First, thanks for your reply.
I guess I am not clear about my need. I am not trying to validate "Trust" nor assume any amount of "Trust". The concept of "Trust" is irrelevant to me. My client could be used within the realms of "Public Computing" (default browser and trust stores) and "Private Computing" (internal/privately managed stores). The public trust stores also change frequently. Within the realms of CI tests, servers like Boulder and Pebble will generate ad-hoc Root certificates. A Trusted certificate could also be revoked and untrusted, eventually removed from a "Trust Store". So there is no guarantee or assumption that a utilized root will appear in the browser/os Trust Store. Sorry to harp on these points, but I want to make this clear: dealing with the concept of "Trust" is completely irrelevant to my concerns and needs. I am not looking to develop code that is concerned with "Trust".
Within the concerns of my usage, a conventional "Trust Store" does not exist to provide "Trust", but functions as a black box that may or may-not contain a terminal certificate. That causes a lot of problems for my usage, so I am actively looking to remove it from the equation.
What I do wish to accomplish, is validating a downloaded certificate against it's downloaded chain. Let's call this the "self-referential integrity of a certificate chain", as I can't think of a better name for it right now. The vast majority of SSL libraries and toolkits do not easily support this without being provided with the terminal root(s) (more than one root is indeed possible) involved -- and that terminal root must be self-signed. (If only we could treat the last intermediate as the root...)
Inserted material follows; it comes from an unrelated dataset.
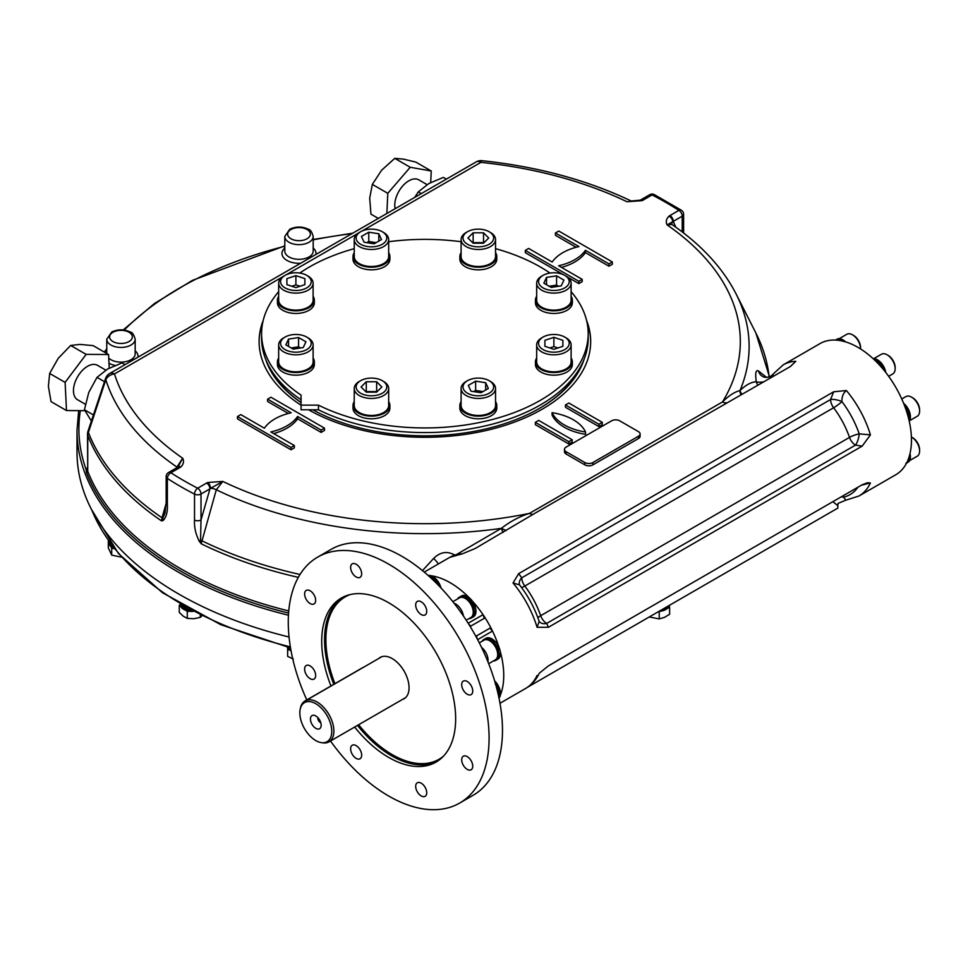 <?xml version="1.0" encoding="UTF-8"?>
<svg xmlns="http://www.w3.org/2000/svg" width="968" height="968" viewBox="0 0 968 968"><rect width="100%" height="100%" fill="white"/><g stroke="black" fill="none" stroke-linecap="round" stroke-linejoin="round"><path stroke-width="1.45" d="M110.848 543.992A12.027 6.945 180 0 1 109.263 541.802M112.796 546.569L109.203 543.096L109.154 540.386M109.178 542.794L109.178 540.422L109.178 543.133L111.066 545.601M110.981 545.625L112.917 546.714M114.478 548.711A12.027 6.945 180 0 1 114.236 548.626A12.027 6.945 0 0 1 111.017 546.763A12.027 6.945 180 0 1 108.948 542.866L108.948 541.608M108.537 540.785L108.948 542.31M121.665 557.205L111.707 555.124L108.307 547.815L108.307 540.918M111.017 546.763L111.707 548.227L114.236 548.626M111.707 555.124L111.707 548.227M289.057 637.017A347.887 200.848 180 0 1 77.004 452.104L77.004 430.457A347.887 200.848 0 0 0 288.452 615.224M527.645 687.183L837.828 508.103L837.828 505.659L832.879 501.678M857.938 487.206A70.047 40.45 60 0 1 843.539 497.189A9.462 7.623 76.6 0 0 842.378 496.197M845.863 500.154L843.539 497.189A9.462 6.982 -20.6 0 0 841.301 496.814M87.991 431.244L105.512 378.645A9.462 2.541 18.6 0 0 105.827 379.71L88.39 432.466A9.462 2.626 18.2 0 1 87.991 431.244A9.462 9.462 0 0 0 87.519 434.209L87.725 471.21A1.888 1.512 -21.2 0 1 86.575 472.795L86.079 469.432L87.519 467.604M125.09 364.609L122.113 362.891L107.605 369.014L96.994 377.387L104.471 381.707M96.994 377.387L88.766 392.451L84.434 409.754L91.367 421.032M105.778 370.127L97.465 365.323A19.88 11.483 120 0 0 78.662 375.052A19.88 11.483 120 0 0 75.758 398.211A19.88 11.483 120 0 0 77.585 399.76L85.378 404.261M109.227 368.118L108.561 354.53L86.14 354.373L65.11 382.384L66.502 410.553L84.809 410.674M66.502 410.553L51.038 401.623L48.4 386.413L49.646 373.454L65.11 382.384M49.646 373.454L58.225 358.329L70.676 345.455L86.14 354.373M108.561 354.53L93.097 345.612L79.945 344.414L70.676 345.455M84.434 409.754L93.388 414.933M427.082 184.622L418.769 179.83A19.88 11.483 120 0 0 408.823 180.81A19.88 11.483 120 0 0 397.061 194.955A19.88 11.483 120 0 0 395.15 208.689M430.7 182.528L431.244 170.997L410.214 167.282L387.793 193.322L386.861 213.48M431.244 170.997L415.78 162.079L403.317 159.091L394.75 158.353L381.598 170.247L372.329 184.392L387.793 193.322M372.329 184.392L369.703 198.15L370.95 214.158L378.319 218.405M394.75 158.353L410.214 167.282M446.393 179.104L443.404 177.386L428.909 183.509L418.285 191.882L414.74 197.387M421.274 193.612L418.285 191.882M640.138 200.194L640.78 199.868A4.731 2.735 -120 0 1 643.151 200.11L642.038 200.666A4.731 2.347 -113.7 0 0 640.138 200.194L631.027 201.005M166.169 502.586A4.731 2.735 0 0 0 167.367 504.413L167.367 478.446A345.528 199.481 0 0 0 194.52 494.116A4.731 2.577 -62.7 0 1 197.678 488.211A340.784 196.758 0 0 1 170.9 472.759L179.854 467.592A4.731 2.735 60 0 0 177.483 467.35L168.529 472.529A4.731 2.735 60 0 1 170.9 472.759A4.731 2.88 -57.2 0 0 167.367 478.446A4.731 2.735 180 0 1 166.169 476.619L166.169 502.586L165.056 512.895L162.757 518.328A4.731 1.525 16 0 0 162.019 517.771L166.157 503.384M176.345 468.016L182.674 458.227L177.967 467.036A4.731 3.073 52.8 0 1 180.822 466.951C183.569 464.265 184.186 461.361 182.674 458.227A315.435 182.117 0 0 1 114.478 373.938A9.462 7.611 162.6 0 0 105.827 379.71A324.232 187.187 0 0 0 176.672 466.891A4.731 1.525 16 0 1 177.374 467.423M167.367 504.413C167.754 511.6 166.375 516.948 163.265 520.445A4.731 3.993 69.8 0 1 162.757 518.328L161.559 520.905L162.019 517.771A344.85 199.106 0 0 1 88.39 432.466A9.462 7.538 158.8 0 0 87.749 435.406L87.725 471.21A345.528 199.481 180 0 0 288.767 610.953M642.038 200.666L626.949 201.731A315.435 182.117 0 0 0 480.939 162.358A9.462 1.379 -84 0 1 481.919 160.676A9.462 9.462 0 0 0 476.208 161.898A9.462 5.469 60 0 1 480.939 162.358L361.996 231.025M643.151 200.11L652.105 194.931A340.784 196.758 0 0 1 678.883 210.395A4.731 2.735 60 0 1 682.222 216.191A4.731 2.735 180 0 0 683.614 214.255A4.731 4.731 0 0 0 681.448 210.286A4.731 2.88 -57.2 0 0 678.883 210.395L669.929 215.561A4.731 2.735 60 0 1 673.268 221.357L667.109 224.915C665.597 221.793 666.214 218.889 668.961 216.203A4.731 3.073 52.8 0 1 672.724 221.515A4.731 3.545 -23.3 0 0 672.022 224.552M757.968 385.24A9.462 9.063 87.6 0 1 756.298 381.755C751.229 382.009 745.796 384.937 740 390.552A324.232 187.187 0 0 0 736.091 293.933C722.709 267.87 701.304 244.71 671.889 224.443L667.109 224.915A315.435 182.117 0 0 1 722.479 401.95C728.783 395.694 734.603 391.907 739.963 390.588L740 390.552A9.462 8.458 -133 0 0 742.02 394.279M87.749 470.254A9.462 5.469 0 0 1 87.519 469.056A1.888 1.488 26.9 0 1 86.079 469.432A345.999 199.759 0 0 1 80.344 410.65M163.265 520.445L161.559 520.905A345.528 199.481 0 0 1 87.749 435.406A9.462 5.469 0 0 1 87.519 434.209M206.632 483.044L207.733 482.488A4.731 2.347 -113.7 0 1 210.601 488.32L209.971 488.84A4.731 2.735 -120 0 0 206.632 483.044L197.678 488.211A4.731 2.735 -120 0 1 201.017 494.019A4.731 2.735 180 0 1 194.52 494.116L194.52 520.082A4.731 2.735 180 0 0 201.017 519.973L200.558 540.156L199.202 541.197C195.633 533.864 194.072 526.822 194.52 520.082M456.908 554.301L501.267 528.383A324.232 187.187 0 0 1 216.3 489.76A4.731 1.525 -164 0 0 210.601 488.32L222.834 481.423L216.3 489.76L201.187 543.774A345.528 199.481 0 0 0 298.313 577.364M207.733 482.488L222.834 481.423A315.435 182.117 0 0 0 529.46 513.391C519.671 516.428 510.305 521.413 501.351 528.346L501.267 528.383A9.462 1.089 -114.2 0 0 503.045 532.424M199.202 541.197L201.187 543.774L200.558 540.156A4.731 1.525 -164 0 1 201.671 540.664A344.85 199.106 0 0 0 300.007 574.484M503.13 532.376A9.462 1.089 65.8 0 1 501.351 528.346A9.462 1.016 25.6 0 1 506.143 530.633M291.017 449.781L237.463 418.866L237.463 416.555L240.814 414.619L264.361 428.207A47.335 27.322 180 0 1 291.138 412.755L267.591 399.155L270.931 397.231L324.486 428.146L321.134 430.07L297.587 416.482A47.335 27.322 180 0 1 270.822 431.946L294.357 445.534L294.357 447.857L291.017 449.781L291.017 447.47L237.463 416.555M288.319 413.445L267.591 401.478L267.591 399.155M324.486 428.146L324.486 430.457L321.134 432.394L297.587 418.805A47.335 27.322 180 0 1 273.629 433.567M552.075 412.683L552.075 415.006A47.335 27.322 0 0 0 585.543 434.329L585.543 432.006A47.335 27.322 0 0 0 552.075 412.683A47.335 27.322 0 0 0 585.543 432.006M568.809 443.985L535.34 424.662L535.34 422.351L538.68 420.414L572.149 439.738L572.149 442.061L568.809 443.985L568.809 441.674L535.34 422.351M567.369 276.981L578.852 283.612L582.191 281.676L582.191 279.353L558.645 265.764A47.335 27.322 0 0 0 585.422 250.301L608.969 263.901L612.321 261.965L558.766 231.049L555.414 232.986L578.961 246.574A47.335 27.322 0 0 0 552.183 262.038L528.649 248.437L525.297 250.373L578.852 281.289L582.191 279.353M525.297 250.373L525.297 252.684L563.352 274.658M555.414 232.986L555.414 235.297L576.154 247.276M561.452 267.386A47.335 27.322 0 0 0 585.422 252.624L608.969 266.212L612.321 264.288L612.321 261.965M301.06 405.205A165.782 95.711 180 0 1 259.109 341.571A165.782 95.711 180 0 1 263.211 320.408M586.572 320.408A165.782 95.711 180 0 1 590.674 341.571A165.782 95.711 180 0 1 488.937 429.852A165.782 95.711 180 0 1 308.598 409.791M565.457 404.951L565.457 407.274L598.926 426.598L602.278 424.662L602.278 422.351L568.809 403.027L565.457 404.951L598.926 424.274L602.278 422.351M564.465 449.394L564.465 451.717A5.675 3.279 0 0 0 566.123 454.04L584.866 464.858A5.675 3.279 0 0 0 592.9 464.858L638.42 438.577A5.675 3.279 0 0 0 640.09 436.253L640.09 433.942A5.675 3.279 0 0 0 638.42 431.619L619.677 420.802A5.675 3.279 0 0 0 611.643 420.802L566.123 447.083A5.675 3.279 0 0 0 564.465 449.394A5.675 3.279 0 0 0 566.123 451.717L584.866 462.535A5.675 3.279 0 0 0 592.9 462.535L638.42 436.253A5.675 3.279 0 0 0 640.09 433.942M598.926 424.274L598.926 426.598M259.109 341.958A165.782 95.711 180 0 1 262.776 322.332M587.007 322.332A165.782 95.711 180 0 1 590.674 341.958M584.091 359.285A161.874 93.46 180 0 1 539.357 408.435A161.874 93.46 180 0 1 312.821 409.791M301.06 402.543A161.874 93.46 180 0 1 265.692 359.285M539.019 408.629A160.93 92.916 0 0 0 580.328 367.174M269.455 367.174A160.93 92.916 0 0 0 301.06 402.458M585.422 250.301L585.422 252.624M608.969 263.901L608.969 266.212M578.852 281.289L578.852 283.612M572.149 439.738L568.809 441.674M294.357 445.534L291.017 447.47M297.587 416.482L297.587 418.805M321.134 430.07L321.134 432.394M741.984 394.291A9.462 8.458 47 0 1 739.963 390.588A9.462 7.659 132.9 0 0 741.125 394.75M763.849 381.852A9.462 2.239 -11.1 0 1 756.298 381.755C755.052 373.309 755.766 369.691 758.428 370.901L766.68 377.496M462.462 553.781L449.878 557.302A75.734 43.729 60 0 1 462.462 553.781L475.167 548.517L534.941 513.258L790.154 366.666L795.805 361.318A75.734 43.729 -120 0 0 783.233 364.839L772.948 374.241C770.734 376.903 767.709 377.835 763.873 377.036A9.462 9.063 110.7 0 1 758.428 370.901M772.948 374.241L773.154 376.479M422.471 570.612L433.64 558.415C440.416 551.748 447.676 550.756 455.444 555.451M438.456 563.884A9.462 1.379 46.9 0 0 433.64 558.415M845.366 500.347L838.034 503.421L837.828 505.659M539.37 673.147L548.384 665.923L862.185 484.762L867.304 482.79L870.426 482.959L861.484 485.162M533.332 514.202A9.462 5.469 60 0 1 529.46 513.391L722.479 401.95A9.462 5.469 60 0 0 726.315 402.773M790.457 366.485L795.805 361.318M187.175 608.146A12.027 6.945 180 0 1 181.427 604.843M190.744 610.118L185.711 609.09L182.359 607.202L180.484 604.286M180.435 604.25L182.286 607.251L185.602 609.162L189.97 609.767M189.934 610.203L190.926 610.215M180.266 604.492L180.266 604.153A12.027 6.945 0 0 0 180.266 604.492A12.027 6.945 0 0 0 180.871 606.682A12.027 6.945 180 0 0 185.674 610.288A12.027 6.945 0 0 0 189.873 611.292A12.027 6.945 180 0 0 193.14 611.413M180.242 604.141L179.274 605.484L180.871 606.682M200.267 615.116L200.267 617.39L193.769 618.721L187.272 618.383L183.279 616.217L179.274 612.381L179.274 605.484M185.674 610.288L187.272 611.486L189.873 611.292M200.267 617.39L201.78 615.975M187.272 618.383L187.272 611.486M668.585 605.823L664.29 609.005L662.197 609.501M667.569 606.972L668.682 605.762M661.822 609.719L667.496 606.912M669.433 605.327A12.027 6.945 180 0 1 669.275 605.883A12.027 6.945 180 0 1 667.545 608.303A12.027 6.945 180 0 1 661.301 611.074A12.027 6.945 180 0 1 658.954 611.377M667.545 608.303L669.614 607.384L669.275 605.883M658.276 611.764L661.301 611.074M649.238 616.979L659.22 618.891L664.423 617.415L669.614 614.281L669.614 607.384M659.22 618.891L659.22 611.994M91.44 509.362L118.483 553.563L162.442 592.706L220.873 624.735L290.545 647.943A12.027 6.945 180 0 1 290.485 647.931M290.787 649.334L288.295 647.386M288.161 647.35L290.799 649.443M291.065 650.871A12.027 6.945 180 0 1 289.916 650.206A12.027 6.945 180 0 1 287.641 647.931A12.027 6.945 180 0 1 287.254 647.12M287.641 649.443L287.641 656.352L287.641 647.931L287.641 649.443L289.916 650.206M287.641 656.352L293.328 659.063M428.195 575.488L428.195 575.488A12.027 6.945 60 0 1 431.22 575.779A12.027 6.945 60 0 1 440.96 587.927M471.259 617.778L473.606 616.422L474.877 613.615L473.606 605.52L468.197 598.224L464.87 596.312L460.381 596.566L461.47 595.937A12.027 6.945 60 0 1 469.165 597.692A75.734 43.729 -120 0 0 431.22 575.779M468.173 623.247L483.032 614.668A75.734 43.729 -120 0 0 472.19 600.886A12.027 6.945 60 0 1 473.497 616.749L472.396 617.39M330.499 740.992A141.993 81.977 -120 0 0 459.679 803.053L473.062 795.321A141.993 81.977 -120 0 0 477.2 792.635A141.993 81.977 -120 0 0 477.2 638.807A141.993 81.977 -120 0 0 468.669 624.058L470.787 626.115L484.278 618.322L483.032 614.668A75.734 43.729 60 0 1 492.494 631.063L477.635 639.642M495.713 660.128L498.06 658.784L499.319 655.977L498.06 647.87L492.639 640.574L489.324 638.662L484.835 638.916L485.924 638.287A12.027 6.945 60 0 1 499.016 647.35A75.734 43.729 -120 0 0 492.494 631.063L489.965 628.159L476.474 635.952L477.2 638.807M494.624 680.867A12.027 6.945 60 0 1 500.274 695.375A75.734 43.729 -120 0 0 500.274 651.561A12.027 6.945 60 0 1 497.951 659.111L496.85 659.74M499.016 698.158A75.734 43.729 -120 0 0 499.016 698.146A12.027 6.945 60 0 1 499.016 698.158A12.027 6.945 60 0 0 500.274 695.375M845.778 500.202L858.955 496.015L895.775 474.756A75.734 43.729 -120 0 0 906.738 462.752A75.734 43.729 -120 0 0 907.984 459.981A75.734 43.729 -120 0 0 907.984 416.167A75.734 43.729 -120 0 0 906.738 411.957A75.734 43.729 -120 0 0 879.9 365.493A75.734 43.729 -120 0 0 876.887 362.298A75.734 43.729 -120 0 0 838.941 340.397A75.734 43.729 -120 0 0 835.916 340.095A75.734 43.729 -120 0 0 820.041 343.579L783.233 364.839M518.679 573.637L521.764 577.799L830.58 399.518L833.666 391.786L518.679 573.637L513.028 582.978A75.734 43.729 60 0 1 537.083 627.312L539.14 621.408M833.666 391.786L846.383 390.515C843.188 393.129 841.712 396.819 841.942 401.587A9.462 1.609 -37 0 1 833.63 407.758A64.372 37.159 60 0 1 849.505 437.403A9.462 2.432 -19.2 0 1 859.221 433.858L870.426 434.862A75.734 43.729 -120 0 0 846.383 390.515M537.93 617.911A9.462 2.432 -19.2 0 1 540.688 615.696A9.462 5.469 -120 0 0 546.678 623.416L548.384 627.288L862.185 446.115L870.426 434.862M548.384 627.288L537.083 627.312M835.916 340.095A12.027 6.945 60 0 1 838.941 340.397M835.481 340.07L839.861 339.586L843.176 341.341M843.358 341.353L840.043 339.55L835.808 339.877L836.884 339.26A12.027 6.945 60 0 1 845.536 341.861M839.183 338.691L846.855 334.262A11.362 6.558 60 0 1 847.351 334.033A11.362 6.558 60 0 1 852.53 334.831A11.362 6.558 60 0 1 860.564 348.746A11.362 6.558 60 0 1 860.564 348.94M852.53 334.831L853.607 335.448A9.849 5.687 60 0 1 860.564 347.512L860.564 348.746M876.887 362.298A12.027 6.945 60 0 1 879.9 365.493M874.152 359.709L877.758 361.306L880.868 364.428L883.602 369.752M883.845 370.054L881.037 364.476L877.94 361.318L873.886 359.382M873.148 358.692A12.027 6.945 60 0 1 885.805 372.499M873.765 358.656L881.437 354.227A11.362 6.558 60 0 1 887.111 354.796A11.362 6.558 60 0 1 887.789 355.22A11.362 6.558 60 0 1 895.146 368.711A11.362 6.558 60 0 1 892.798 373.914L888.66 376.298M887.111 354.796L888.188 355.413A9.849 5.687 60 0 1 888.769 355.776A9.849 5.687 60 0 1 895.146 367.477L895.146 368.711M907.984 459.981A12.027 6.945 60 0 1 906.738 462.752M909.17 456.642L908.129 461.833L905.879 463.345M910.005 453.544A12.027 6.945 60 0 1 907.936 462.329L906.871 462.958M907.016 462.861L905.903 463.309L908.178 461.845L909.363 458.941L909.23 456.448M911.396 436.979A11.362 6.558 60 0 1 911.566 437.076A11.362 6.558 60 0 1 919.6 450.991A11.362 6.558 60 0 1 919.576 451.754A11.362 6.558 60 0 1 917.253 456.194L909.581 460.623M911.566 437.076L912.642 437.693A9.849 5.687 60 0 1 919.6 449.757L919.6 450.991M906.738 411.957A12.027 6.945 60 0 1 907.984 416.167M904.705 406.124L907.754 410.783L909.146 415.066L908.916 419.797M903.616 403.341A12.027 6.945 60 0 1 909.242 421.213M908.964 419.979L909.267 415.127L907.911 410.856L904.62 405.907M901.752 398.973L905.891 396.59A11.362 6.558 60 0 1 911.566 397.146A11.362 6.558 60 0 1 917.7 403.971A11.362 6.558 60 0 1 919.6 411.061A11.362 6.558 60 0 1 917.253 416.264L909.581 420.693M911.566 397.146L912.642 397.763A9.849 5.687 60 0 1 917.954 403.68A9.849 5.687 60 0 1 919.6 409.827L919.6 411.061M862.185 446.115L855.482 445.123L546.678 623.416A9.462 7.078 -37.2 0 1 539.188 621.468M519.635 585.096L519.562 584.89A9.462 7.006 -21.2 0 1 521.764 577.799A9.462 5.469 60 0 0 524.813 586.039A64.372 37.159 -120 0 1 540.688 615.696L849.505 437.403A9.462 5.469 60 0 0 855.482 445.123A9.462 3.11 104.2 0 0 859.221 433.858A70.047 40.45 60 0 0 841.942 401.587A9.462 3.255 -165 0 0 830.58 399.518A9.462 5.469 -120 0 0 833.63 407.758L524.813 586.039A9.462 1.609 -37 0 1 521.534 587.491M539.103 621.287C534.711 608.146 528.189 596.022 519.562 584.89L513.028 582.978M468.669 624.058A141.993 81.977 -120 0 0 335.46 547.138A141.993 81.977 -120 0 0 331.068 549.376L317.685 557.108A141.993 81.977 -120 0 0 306.796 699.912M469.165 597.692A12.027 6.945 60 0 1 472.19 600.886M499.016 647.35A12.027 6.945 60 0 1 500.274 651.561M459.679 803.053A141.993 81.977 -120 0 0 489.082 738.052A141.993 81.977 -120 0 0 427.106 595.151A141.993 81.977 -120 0 0 317.685 557.108M438.819 585.676L436.677 581.49L433.616 578.259L428.86 576.081M489.965 628.159L476.462 635.952L489.965 628.159M498.81 697.19L499.319 692.072L498.06 687.8L495.422 683.904M352.243 572.862A7.804 4.513 -120 0 0 360.048 577.364A7.804 4.513 -120 0 0 360.048 568.349A7.804 4.513 -120 0 0 352.243 563.836L352.243 563.836A7.804 4.513 -120 0 0 352.243 572.862M310.135 603.548A7.804 4.513 -120 0 0 314.043 603.935A7.804 4.513 -120 0 0 314.043 594.909A7.804 4.513 -120 0 0 306.227 590.407A7.804 4.513 -120 0 0 304.618 593.977A7.804 4.513 -120 0 0 310.135 603.548M314.043 679.064A7.804 4.513 -120 0 0 314.043 670.038A7.804 4.513 -120 0 0 306.227 665.536A7.804 4.513 -120 0 0 306.227 674.551A7.804 4.513 -120 0 0 314.043 679.064L314.043 679.064M361.669 755.173A7.804 4.513 -120 0 0 358.257 747.308A7.804 4.513 -120 0 0 352.243 745.227A7.804 4.513 -120 0 0 351.045 751.483A7.804 4.513 -120 0 0 356.139 758.367A7.804 4.513 -120 0 0 360.048 758.743A7.804 4.513 -120 0 0 361.669 755.173M425.109 787.299A7.804 4.513 -120 0 0 417.305 782.785A7.804 4.513 -120 0 0 417.305 791.8A7.804 4.513 -120 0 0 425.109 796.313L425.109 796.313A7.804 4.513 -120 0 0 425.109 787.299M467.217 756.613A7.804 4.513 -120 0 0 463.309 756.226A7.804 4.513 -120 0 0 463.309 765.24A7.804 4.513 -120 0 0 471.126 769.754A7.804 4.513 -120 0 0 472.735 766.172A7.804 4.513 -120 0 0 467.217 756.613M463.309 681.097A7.804 4.513 -120 0 0 463.309 690.111A7.804 4.513 -120 0 0 471.126 694.625A7.804 4.513 -120 0 0 471.126 685.598A7.804 4.513 -120 0 0 463.309 681.097L463.309 681.097M415.683 604.976A7.804 4.513 -120 0 0 419.096 612.841A7.804 4.513 -120 0 0 425.109 614.934A7.804 4.513 -120 0 0 426.307 608.678A7.804 4.513 -120 0 0 421.213 601.793A7.804 4.513 -120 0 0 417.305 601.406A7.804 4.513 -120 0 0 415.683 604.976M330.959 685.961A94.707 54.68 60 0 1 341.317 598.055A94.707 54.68 60 0 1 436.036 652.735A94.707 54.68 60 0 1 436.036 762.094A94.707 54.68 60 0 1 388.676 757.412A94.707 54.68 60 0 1 354.651 727.041M431.244 578.259A12.027 6.945 60 0 1 435.128 581.962M428.933 576.141L433.422 578.235L439.024 585.555M457.561 598.95A12.027 6.945 60 0 1 459.195 597.244A12.027 6.945 60 0 1 471.222 604.189A12.027 6.945 60 0 1 471.222 618.068A12.027 6.945 60 0 1 468.923 618.637M459.195 597.244L461.639 596.07L464.688 596.324L471.089 601.406L473.461 605.46L474.792 613.579L473.558 616.422L471.234 617.814M466.213 620.198L470.884 617.499A11.362 6.558 -120 0 0 473.243 612.296A11.362 6.558 -120 0 0 468.282 600.862A11.362 6.558 -120 0 0 459.534 597.825L452.867 601.673M463.466 616.059A11.362 6.558 -120 0 0 454.125 603.258M496.874 688.901A12.027 6.945 60 0 1 498.145 694.129M495.253 683.856L497.915 687.74L499.21 692.011L498.786 697.045M482.016 641.312A12.027 6.945 60 0 1 483.649 639.594A12.027 6.945 60 0 1 495.676 646.539A12.027 6.945 60 0 1 495.676 660.418A12.027 6.945 60 0 1 493.377 660.987M483.649 639.594L486.093 638.42L489.142 638.686L492.458 640.562L497.915 647.81L499.246 655.929L498.012 658.772L495.689 660.176M488.671 663.697L495.338 659.849A11.362 6.558 -120 0 0 495.338 646.733A11.362 6.558 -120 0 0 483.976 640.175L479.305 642.873M487.92 661.81A11.362 6.558 -120 0 0 481.507 647.326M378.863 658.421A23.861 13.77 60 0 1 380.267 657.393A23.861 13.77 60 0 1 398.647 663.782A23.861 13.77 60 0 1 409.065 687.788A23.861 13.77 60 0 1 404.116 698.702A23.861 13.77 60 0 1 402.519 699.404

I am not alone in this -- mailing lists, github, stack overflow, and discussion forums are filled with engineers and computer scientists going through extreme workarounds trying to do the same thing (in just about every situation) for CI/Unit Tests. In these cases, no one cares if the end certificate is "Trusted" or not - that is not our call to make, what matters is identifying and obtaining the terminal certificate(s), so the entire chain can be verified.
I would be fine doing this entirely based on signatures, as all I really care about is "Did the first intermediate sign the cert?", "Did the upchain intermediate sign the downchain intermediate?" - but that started getting absurdly complex and is hard to do with the basic OpenSSL commands. To keep installation requirements minimal for the emergency debugging features, we support them as a fallback if python's crypto tools are not installed.
So my problem is better stated that OpenSSL/etc requires a self-signed Root to validate the referential integrity of a certificate chain, but - as @felixf stated - the ACME spec does not provide for identifying and procuring a root, only the intermediates. Again, to be clear, I am not trying to test if a Chain is trusted - I am trying to test if a Chain is well-formed with it's own self-referential integrity.
My interim solution is probing Pebble for tests, and we already hardcode the ISRG roots, but this is far from ideal and essentially does a lock-in to LetsEncrypt for something that should work against any ACME server.